For example in the case of a so called "skip strander" the same principle can be used
top prevent twisting of an element fed rom a supply bobbin and through a rotating
bow, in order to improve "detorsion" of the strand as required in these machines.
Also the use of any or all of the means 32, 28 and 36 on the bow of a normal double
twist stranded will greatly improve the quality of the cable produced, even if reducing
its productivity.
1. A method for the production of a stranded element such as a cable or wire rope wherein
stranded cable is fed through a driven member coaxial with an axial end of a rotating
flyer (11), is guided around the periphery of the flyer and is turned within the flyer
through 180° relatively to the axis (4) of the latter, passing through an elongate
flexible guide means (36) of which one end is fixed relatively to a stationary axis
of a take up reel (7) within the flyer and the other end is guided within the periphery
of the flyer so that it is driven to undergo a planetary motion with the stranded
element guided thereby, characterised in that the stranded element is laid up and
is driven to rotate by means located externally of said driven member, that said driven
member also comprises an elongate flexible guide means (32) extending from said axial
end of the flyer (11) to the periphery thereof and guided in said periphery for planetary
motion relatively to the axis (4) of the flyer, and that the said driven member and
the said flyer are driven at such relative speeds that a slight twist is imparted
to the stranded element during its passage from said driven member to the elongate
guide means (36) associated with the take up reel (7) in order to tighten the lay
of the stranded element.
2. A stranding apparatus comprising a flyer (11) arranged to rotate about a predetermined
axis (4), a first guide means (32) coaxial with one end of the flyer (11) and through
which a stranded element can be guided to a periphery (20) of the flyer (11), means
for driving said first guide means (32) and said flyer (11) to rotate relatively to
one another, a second guide means (36) comprising an elongate flexible guide member
of which one end is held stationary within the flyer adjacent a take up means (7)

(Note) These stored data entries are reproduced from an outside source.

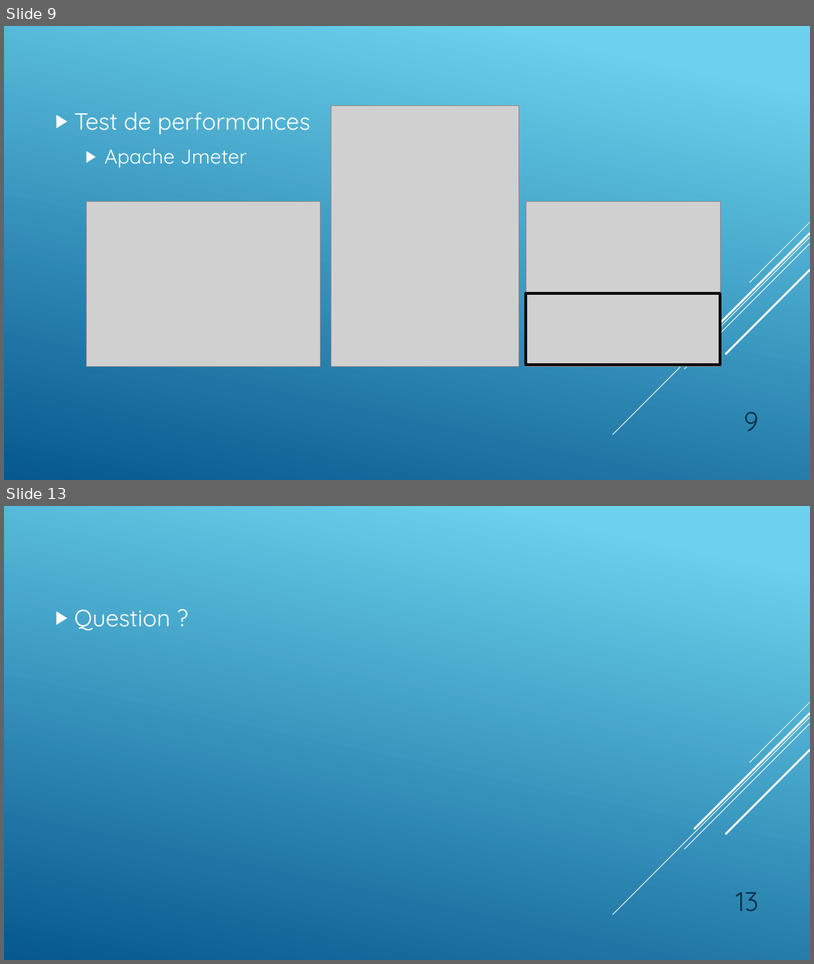
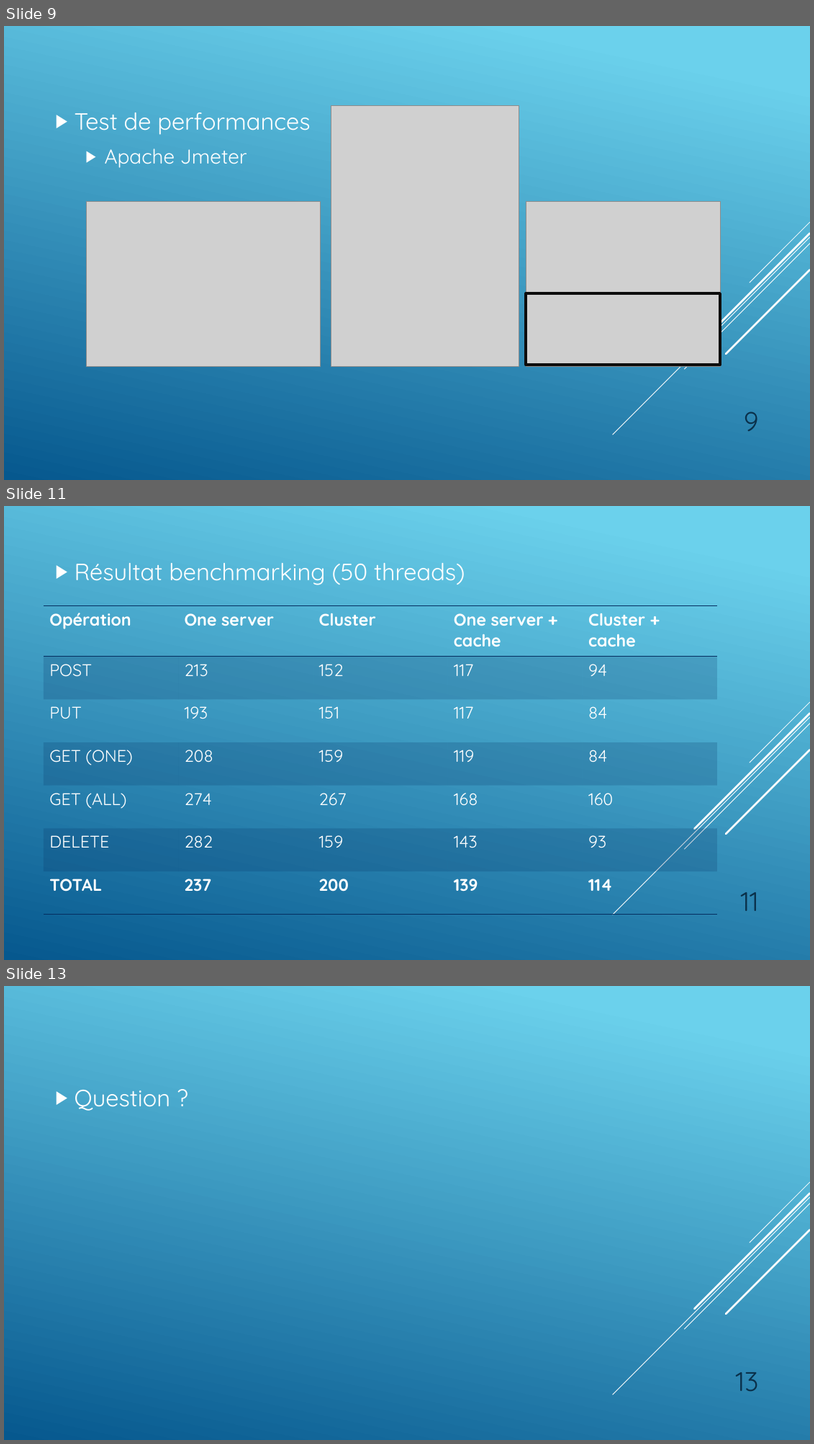
Before and after one commit to OscarSotoHES/tsmosf-labo2, a slide deck: Presentation/Caching-Team1.pptx. Shown one above the other, each under a label of ours: slides 9 and 13 before the commit, slides 9, 11 and 13 after it; the slides between them are not shown. The pictures are 814x964 and 814x1444 pixels, drawn with LibreOffice and Linux fonts; fonts in the diff are those of the drawing; grey boxes stand for pictures. Boxes give left, top, right and bottom in pixels: in the first picture for what was removed or moved away, otherwise in the second. Text is boxed around its words. In the diff, an @@ line names an element or a change of style, - is before the commit and + after.

Commit message:
add benchmark to presentation

```diff
--- a/Presentation/Caching-Team1.pptx
+++ b/Presentation/Caching-Team1.pptx
@@ slide 11 added at [4, 506, 810, 960], background gradient #6ED2EB to #06588E; not listed: 5 template elements that a slide beside it also shows @@
@@ text added at [75, 563, 465, 585], 28 pt, text #FFFFFF @@
+▶ Résultat benchmarking (50 threads)
@@ table added at [44, 606, 718, 914], 7 rows, 5 columns @@
+Opération | One server | Cluster | One server + cache | Cluster + cache
+POST | 213 | 152 | 117 | 94
+PUT | 193 | 151 | 117 | 84
+GET (ONE) | 208 | 159 | 119 | 84
+GET (ALL) | 274 | 267 | 168 | 160
+DELETE | 282 | 159 | 143 | 93
+TOTAL | 237 | 200 | 139 | 114
@@ page number added at [741, 892, 759, 911], 32 pt, text #0A304A @@
+11
```
Also in this commit, not shown: 2 slides changed, 1 other slide added, 2 slides removed, 1 other file.
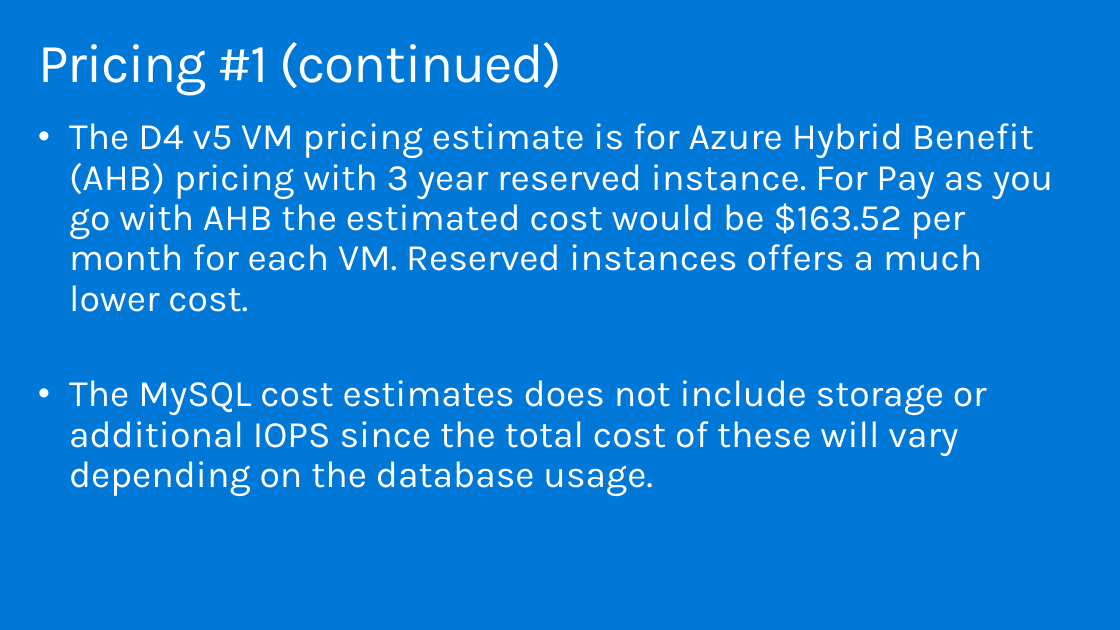
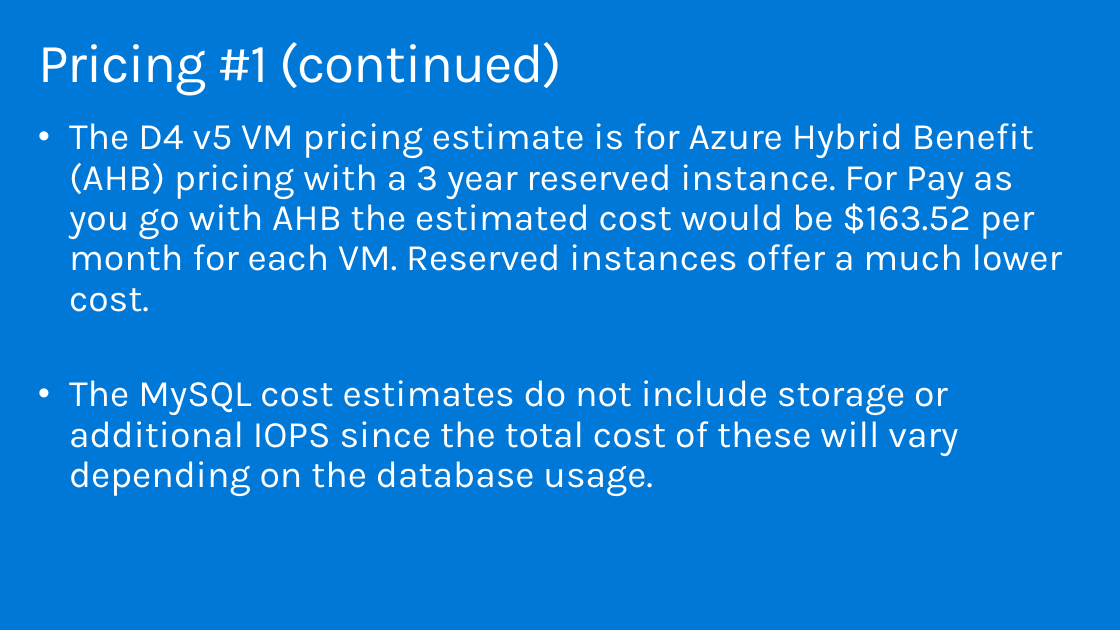
Before and after one commit to solliancenet/MCW-Migrate-Linux-OSS-DB-to-Azure, a slide deck: slide 21 of Whiteboard design session/WDS trainer presentation - Migrate and modernize case for Linux and OSS DB to Azure.pptx. Drawn at 1120x630 pixels with LibreOffice and Linux fonts; fonts in the diff are those of the drawing. Boxes give left, top, right and bottom in pixels: in the first picture for what was removed or moved away, otherwise in the second. Text is boxed around its words. In the diff, an @@ line names an element or a change of style, - is before the commit and + after.

```diff
--- a/Whiteboard design session/WDS trainer presentation - Migrate and modernize case for Linux and OSS DB to Azure.pptx
+++ b/Whiteboard design session/WDS trainer presentation - Migrate and modernize case for Linux and OSS DB to Azure.pptx
@@ text at [69,123,1063,488]: text changed @@
-• The D4 v5 VM pricing estimate is for Azure Hybrid Benefit (AHB) pricing with 3 year reserved instance. For Pay as you go with AHB the estimated cost would be $163.52 per month for each VM. Reserved instances offers a much lower cost.
-• The MySQL cost estimates does not include storage or additional IOPS since the total cost of these will vary depending on the database usage.
+• The D4 v5 VM pricing estimate is for Azure Hybrid Benefit (AHB) pricing with a 3 year reserved instance. For Pay as you go with AHB the estimated cost would be $163.52 per month for each VM. Reserved instances offer a much lower cost.
+• The MySQL cost estimates do not include storage or additional IOPS since the total cost of these will vary depending on the database usage.
```
Also in this commit, not shown: 2 other slides changed.
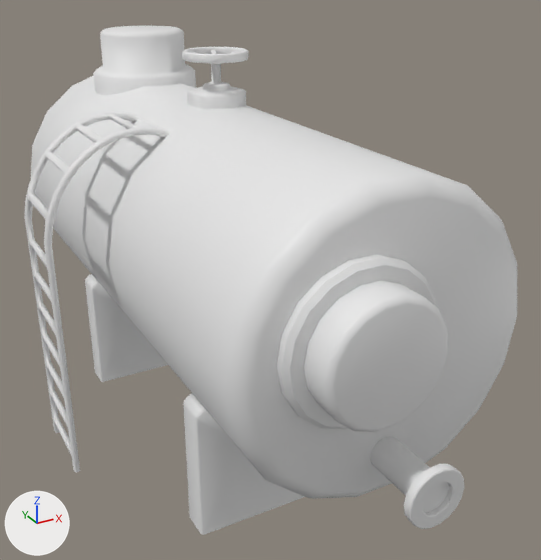
The FBX model Carpeta de Artistas/Arte/Objetos/Tanque de Combustible.FBX: old version first, new version second.
One viewpoint serves both versions: a camera (50 mm lens) standing at (-11.36, -8.32, 5.51) and looking at (-7.59, -1.46, 2.08). The lights are fixed; the arrows at lower left show +X, +Y and +Z. Where no turn or scale is listed for an object, it has been applied to the vertices.

Names of what the first picture shows: 'TanqueCombustible', 'Valvula,escalera del tanque combustible'.
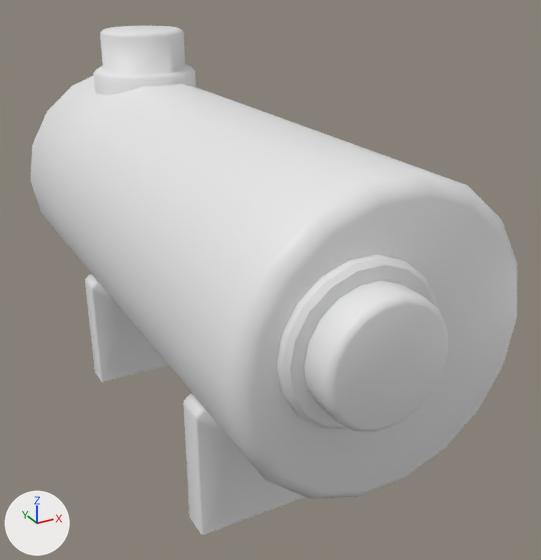
Changed parts and their boxes [x1, y1, x2, y2] in the pictures (541 x 560 px):
'Valvula,escalera del tanque combustible', deleted
    before: [24, 47, 464, 529]

What the commit changed:
Object 'Valvula,escalera del tanque combustible' (ob_valvula_escalera_del_tanque_combustible) is deleted.
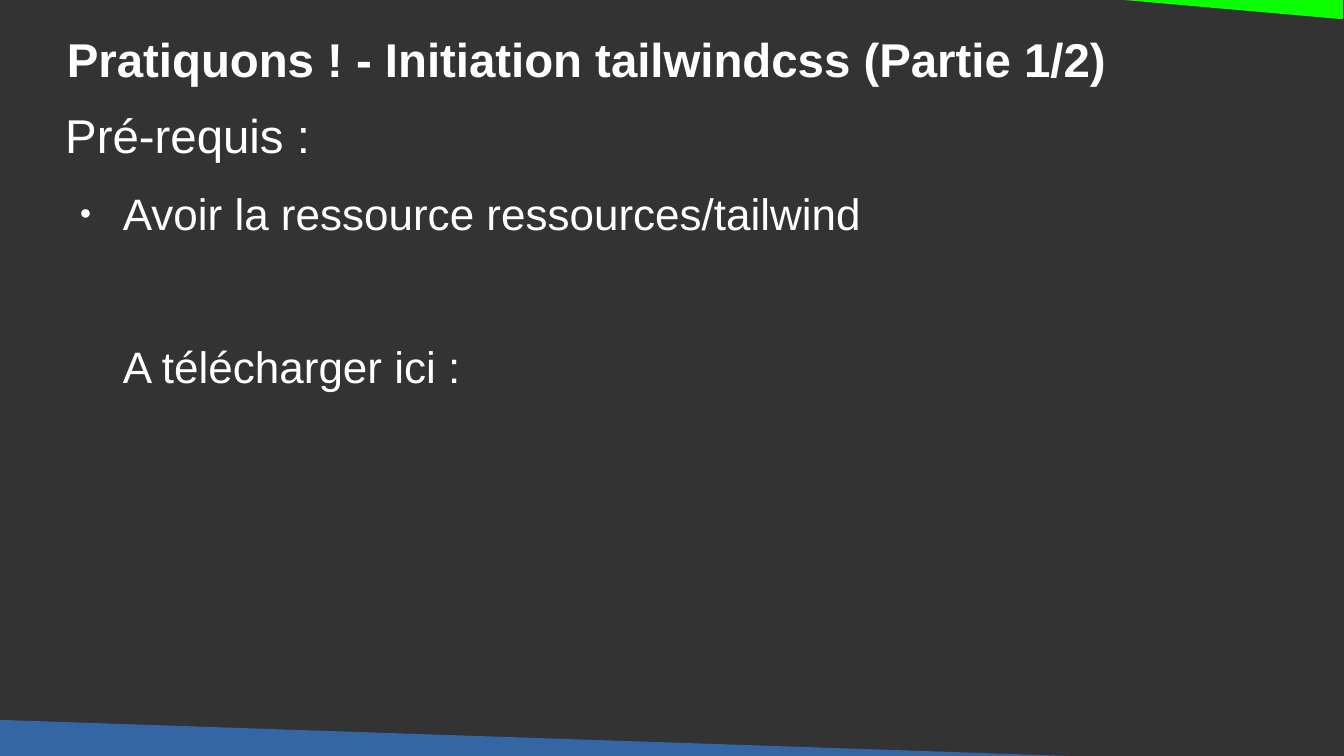
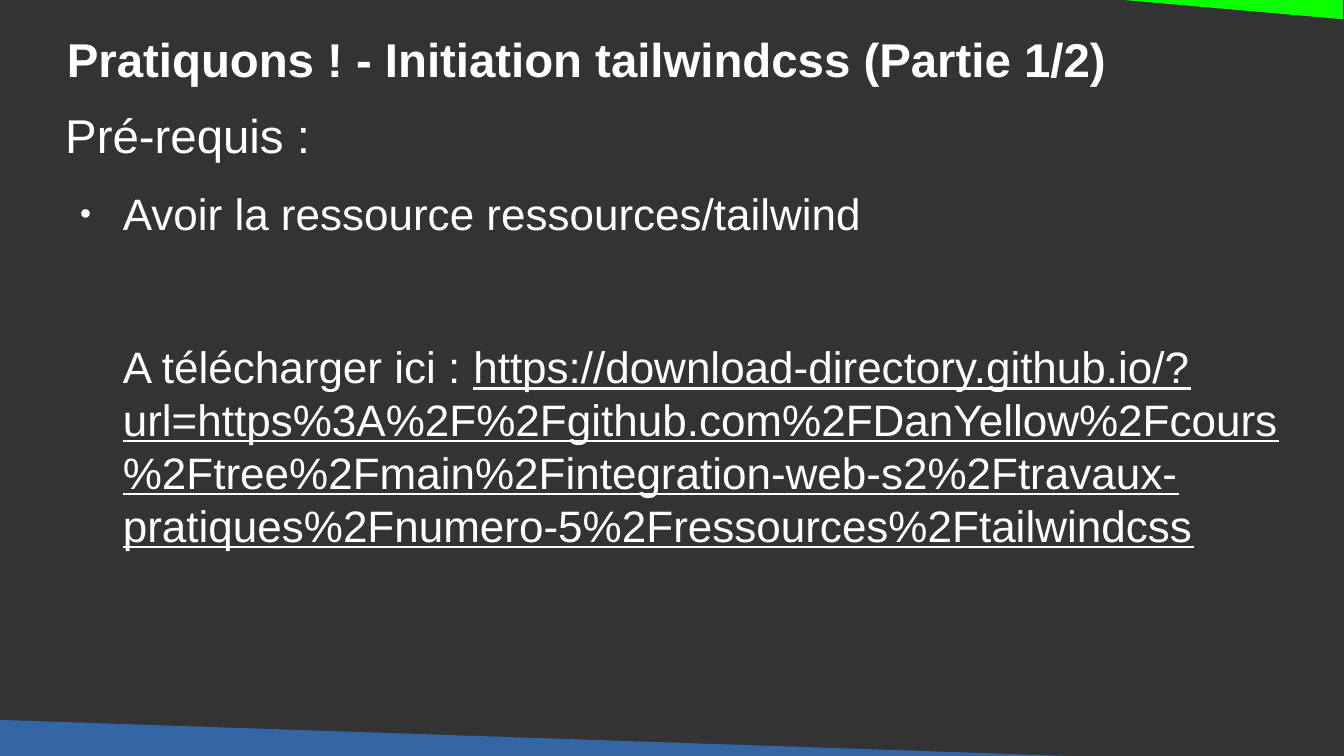
Before and after one commit to DanYellow/cours, a slide deck: slide 24 of integration-web-s2/travaux-pratiques/numero-5/presentation.odp. Drawn at 1344x756 pixels with LibreOffice and Linux fonts; fonts in the diff are those of the drawing. Boxes give left, top, right and bottom in pixels: in the first picture for what was removed or moved away, otherwise in the second. Text is boxed around its words. In the diff, an @@ line names an element or a change of style, - is before the commit and + after.

Commit message:
R.212 - Update tailwind course

```diff
--- a/integration-web-s2/travaux-pratiques/numero-5/presentation.odp
+++ b/integration-web-s2/travaux-pratiques/numero-5/presentation.odp
@@ text at <box>123,350,1277,550</box>: text changed @@
-A télécharger ici :
+A télécharger ici : https://download-directory.github.io/?url=https%3A%2F%2Fgithub.com%2FDanYellow%2Fcours%2Ftree%2Fmain%2Fintegration-web-s2%2Ftravaux-pratiques%2Fnumero-5%2Fressources%2Ftailwindcss
```
Also in this commit, not shown: 2 other slides changed, 9 other files.

for the stranded element and the other end is guided within the periphery of the flyer
so that it is driven to undergo planetary motion relatively thereto, the arrangement
being such that a stranded element can be guided within the flyer (11) to said take
up means (7) by said first and second guide means (32,36) whilst passing through 180°
relatively to the axis of the flyer (11), characterised in that said first guide means
(32) is arranged to receive a stranded element laid up and driven to rotate externally
of the flyer (11), that said first guide means (32) comprises a flexible elongate
member extending from said axial end of the flyer to the periphery (20) thereof and
guided in said periphery for planetary motion relatively to the axis of the flyer
(11) and that the said first guide means (32) and said flyer (11) are arranged to
be driven at such relative speeds that, in use, a slight twist is imparted to the
stranded element during its passage from said first guide means (32) to said second
guide means (36) in order to tighten the lay of the stranded element.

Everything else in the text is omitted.